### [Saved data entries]

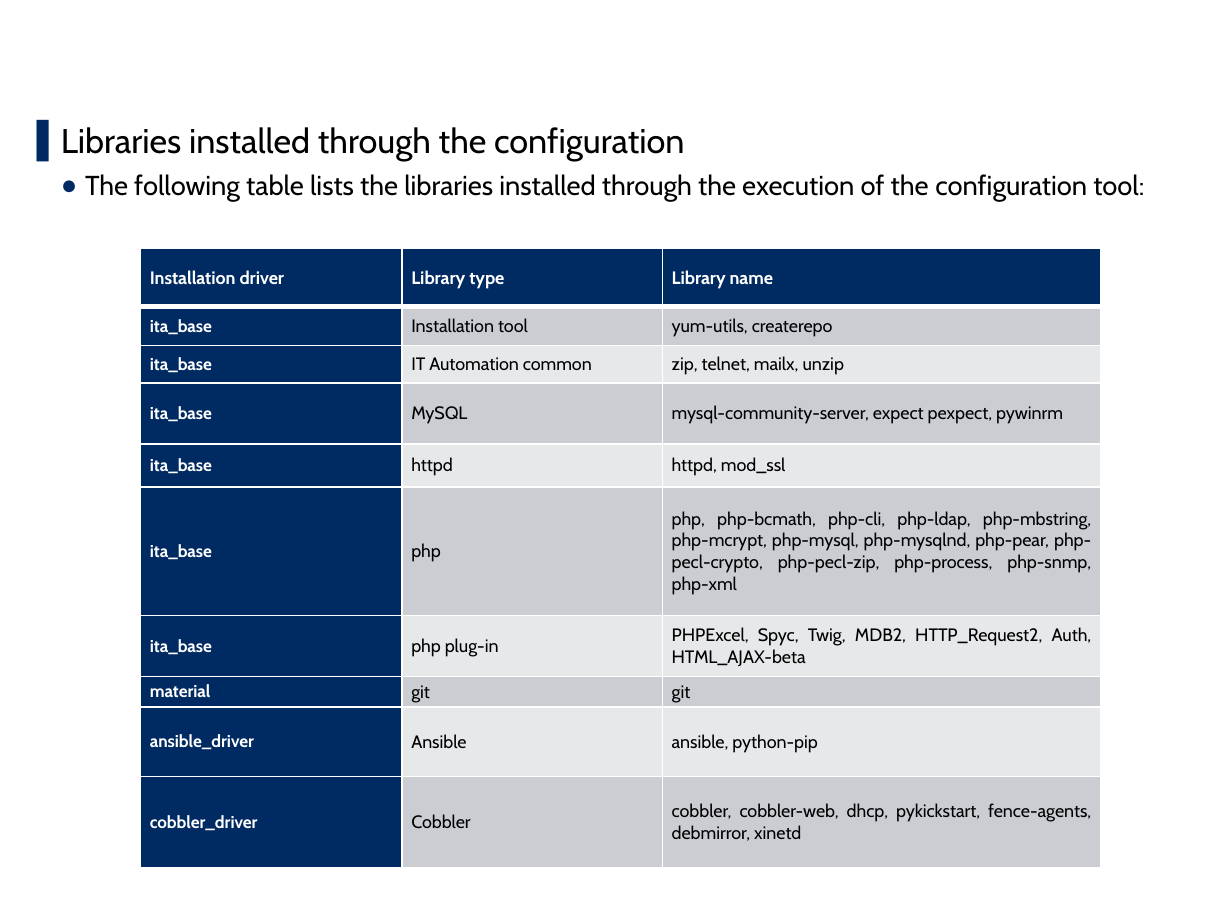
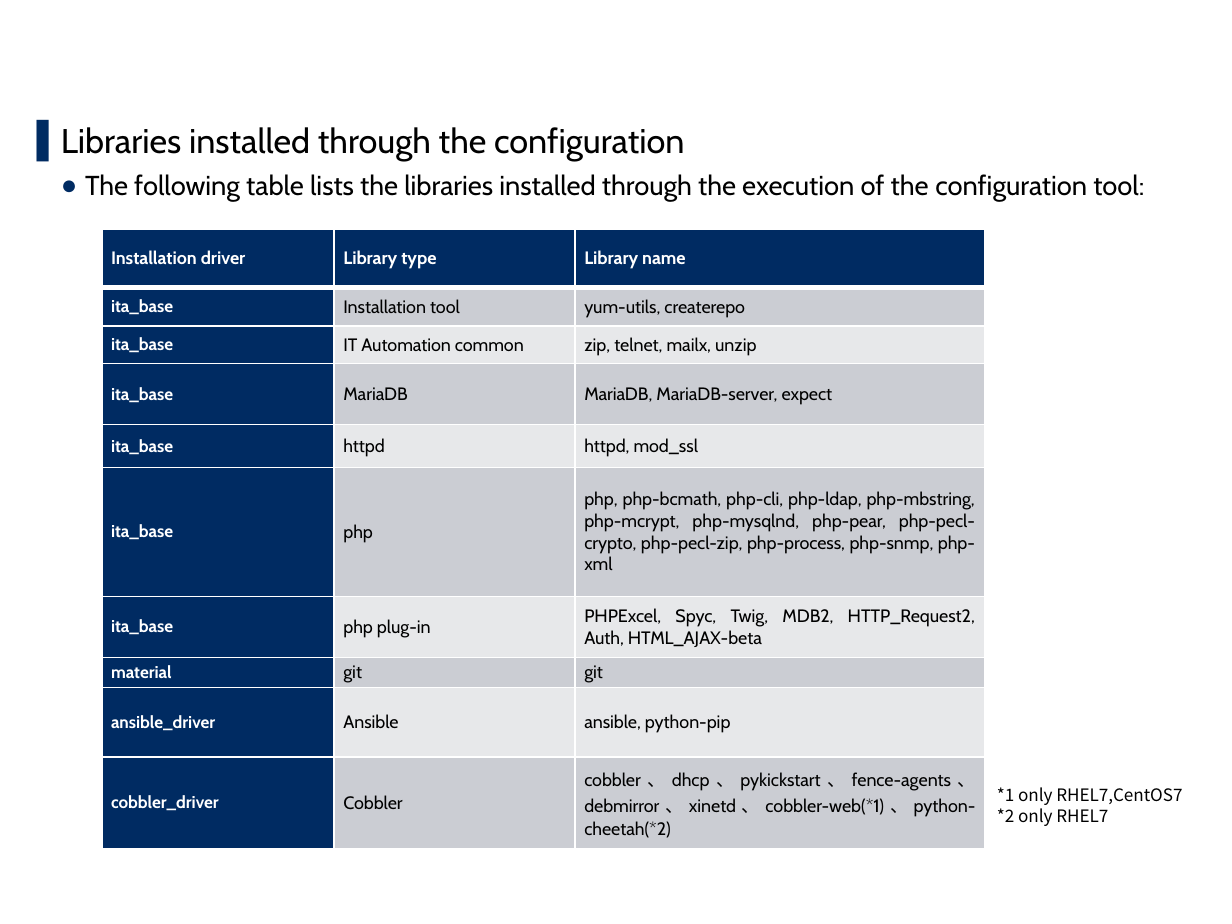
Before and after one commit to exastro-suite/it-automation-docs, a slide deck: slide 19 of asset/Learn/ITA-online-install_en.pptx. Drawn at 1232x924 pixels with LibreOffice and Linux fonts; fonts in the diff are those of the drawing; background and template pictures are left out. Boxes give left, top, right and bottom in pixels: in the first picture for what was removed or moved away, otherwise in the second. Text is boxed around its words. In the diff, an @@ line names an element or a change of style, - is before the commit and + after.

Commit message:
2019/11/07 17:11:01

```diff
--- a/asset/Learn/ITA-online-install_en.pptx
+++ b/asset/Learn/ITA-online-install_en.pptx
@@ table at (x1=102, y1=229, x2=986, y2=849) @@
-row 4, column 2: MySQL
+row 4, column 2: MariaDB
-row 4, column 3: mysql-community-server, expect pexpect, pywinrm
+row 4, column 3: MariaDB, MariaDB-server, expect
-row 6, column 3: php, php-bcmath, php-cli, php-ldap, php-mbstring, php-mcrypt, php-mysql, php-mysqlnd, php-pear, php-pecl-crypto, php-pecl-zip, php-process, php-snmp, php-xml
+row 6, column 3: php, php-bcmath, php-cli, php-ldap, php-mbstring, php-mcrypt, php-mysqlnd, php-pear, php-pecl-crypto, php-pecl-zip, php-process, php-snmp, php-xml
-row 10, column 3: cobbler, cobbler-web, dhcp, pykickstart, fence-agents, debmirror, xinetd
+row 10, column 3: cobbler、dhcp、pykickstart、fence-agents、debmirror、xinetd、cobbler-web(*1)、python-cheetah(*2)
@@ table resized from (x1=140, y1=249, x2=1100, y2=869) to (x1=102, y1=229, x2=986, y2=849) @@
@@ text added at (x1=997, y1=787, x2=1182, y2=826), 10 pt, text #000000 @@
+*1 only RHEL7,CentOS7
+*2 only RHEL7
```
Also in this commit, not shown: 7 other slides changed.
---
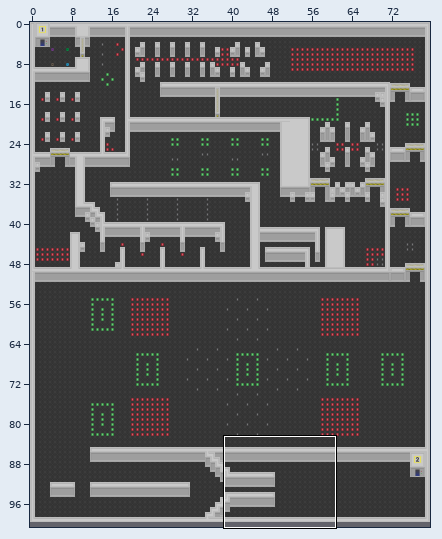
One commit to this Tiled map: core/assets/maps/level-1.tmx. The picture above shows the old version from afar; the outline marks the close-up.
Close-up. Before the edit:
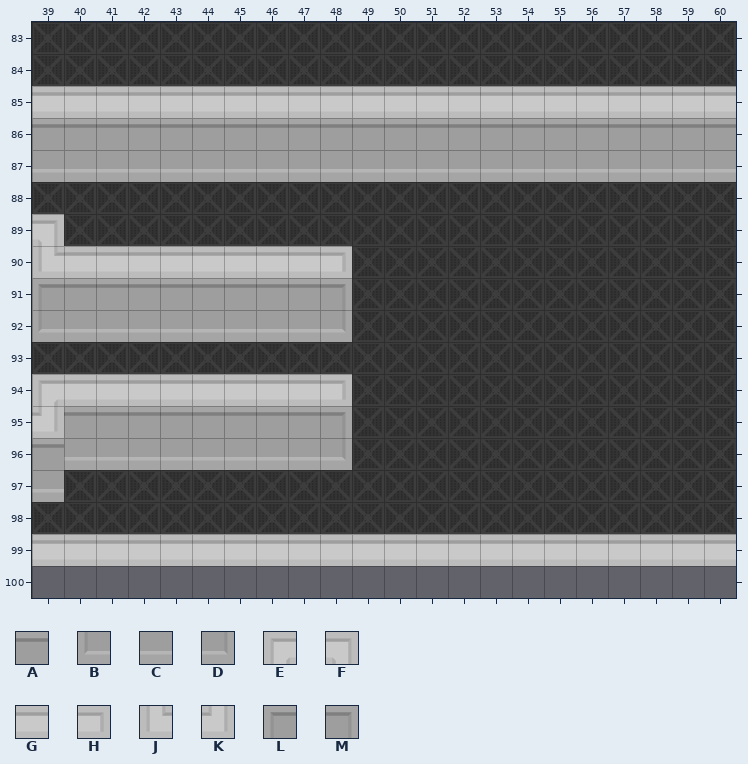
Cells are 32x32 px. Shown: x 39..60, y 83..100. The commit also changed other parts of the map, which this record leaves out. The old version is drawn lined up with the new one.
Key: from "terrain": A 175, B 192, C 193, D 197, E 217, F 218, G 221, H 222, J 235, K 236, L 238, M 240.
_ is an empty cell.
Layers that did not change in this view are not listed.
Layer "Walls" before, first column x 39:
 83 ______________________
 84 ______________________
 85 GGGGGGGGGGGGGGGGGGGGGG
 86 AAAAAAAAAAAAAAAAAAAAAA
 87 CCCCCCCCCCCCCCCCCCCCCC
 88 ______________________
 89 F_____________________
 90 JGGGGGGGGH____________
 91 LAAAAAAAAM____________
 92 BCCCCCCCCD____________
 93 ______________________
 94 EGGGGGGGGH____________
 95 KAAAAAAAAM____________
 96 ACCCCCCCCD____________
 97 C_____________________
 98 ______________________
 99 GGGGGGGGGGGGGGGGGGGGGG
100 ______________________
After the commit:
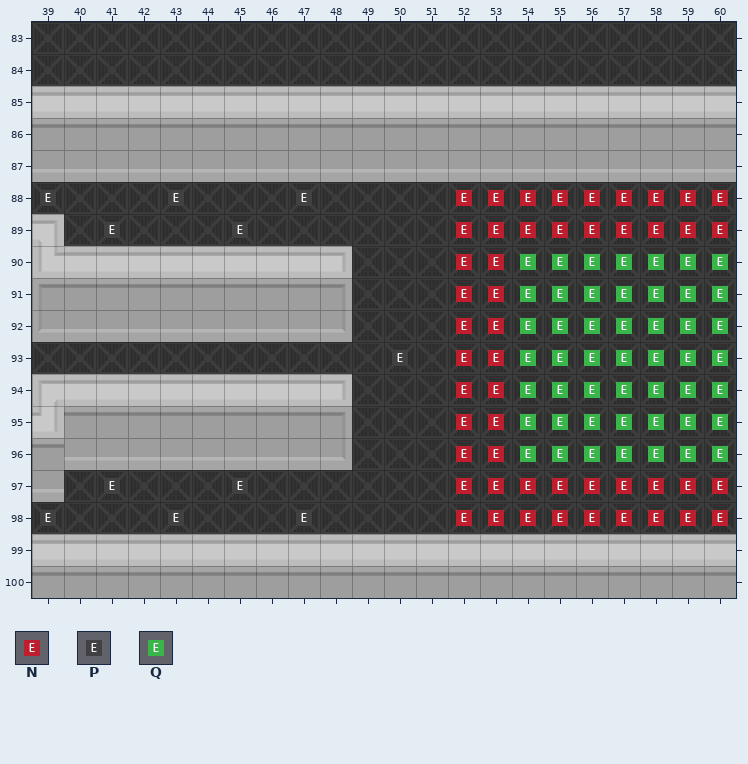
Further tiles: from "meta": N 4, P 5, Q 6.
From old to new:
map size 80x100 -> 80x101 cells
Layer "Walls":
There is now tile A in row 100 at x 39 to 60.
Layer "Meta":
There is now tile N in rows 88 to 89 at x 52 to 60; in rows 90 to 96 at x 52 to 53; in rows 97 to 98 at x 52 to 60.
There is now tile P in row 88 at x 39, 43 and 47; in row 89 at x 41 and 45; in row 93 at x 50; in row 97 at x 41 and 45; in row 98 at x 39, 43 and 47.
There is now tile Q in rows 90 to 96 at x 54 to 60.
--
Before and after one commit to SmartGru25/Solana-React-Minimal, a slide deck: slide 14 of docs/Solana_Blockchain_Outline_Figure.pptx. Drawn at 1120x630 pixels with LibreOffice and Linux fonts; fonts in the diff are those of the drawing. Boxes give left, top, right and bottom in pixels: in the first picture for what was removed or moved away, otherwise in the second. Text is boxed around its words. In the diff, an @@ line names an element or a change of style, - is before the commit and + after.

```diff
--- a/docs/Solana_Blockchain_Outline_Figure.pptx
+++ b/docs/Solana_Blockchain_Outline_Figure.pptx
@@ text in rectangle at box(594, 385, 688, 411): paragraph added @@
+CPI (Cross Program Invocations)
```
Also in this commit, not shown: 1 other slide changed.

### [ABOUT THIS TASK]
In the data above, which lines include "with"? Return those lines.

### [PROBLEM SOLUTION]
Before and after one commit to exastro-suite/it-automation-docs, a slide deck: slide 19 of asset/Learn/ITA-online-install_en.pptx. Drawn at 1232x924 pixels with LibreOffice and Linux fonts; fonts in the diff are those of the drawing; background and template pictures are left out. Boxes give left, top, right and bottom in pixels: in the first picture for what was removed or moved away, otherwise in the second. Text is boxed around its words. In the diff, an @@ line names an element or a change of style, - is before the commit and + after.
Cells are 32x32 px. Shown: x 39..60, y 83..100. The commit also changed other parts of the map, which this record leaves out. The old version is drawn lined up with the new one.
Before and after one commit to SmartGru25/Solana-React-Minimal, a slide deck: slide 14 of docs/Solana_Blockchain_Outline_Figure.pptx. Drawn at 1120x630 pixels with LibreOffice and Linux fonts; fonts in the diff are those of the drawing. Boxes give left, top, right and bottom in pixels: in the first picture for what was removed or moved away, otherwise in the second. Text is boxed around its words. In the diff, an @@ line names an element or a change of style, - is before the commit and + after.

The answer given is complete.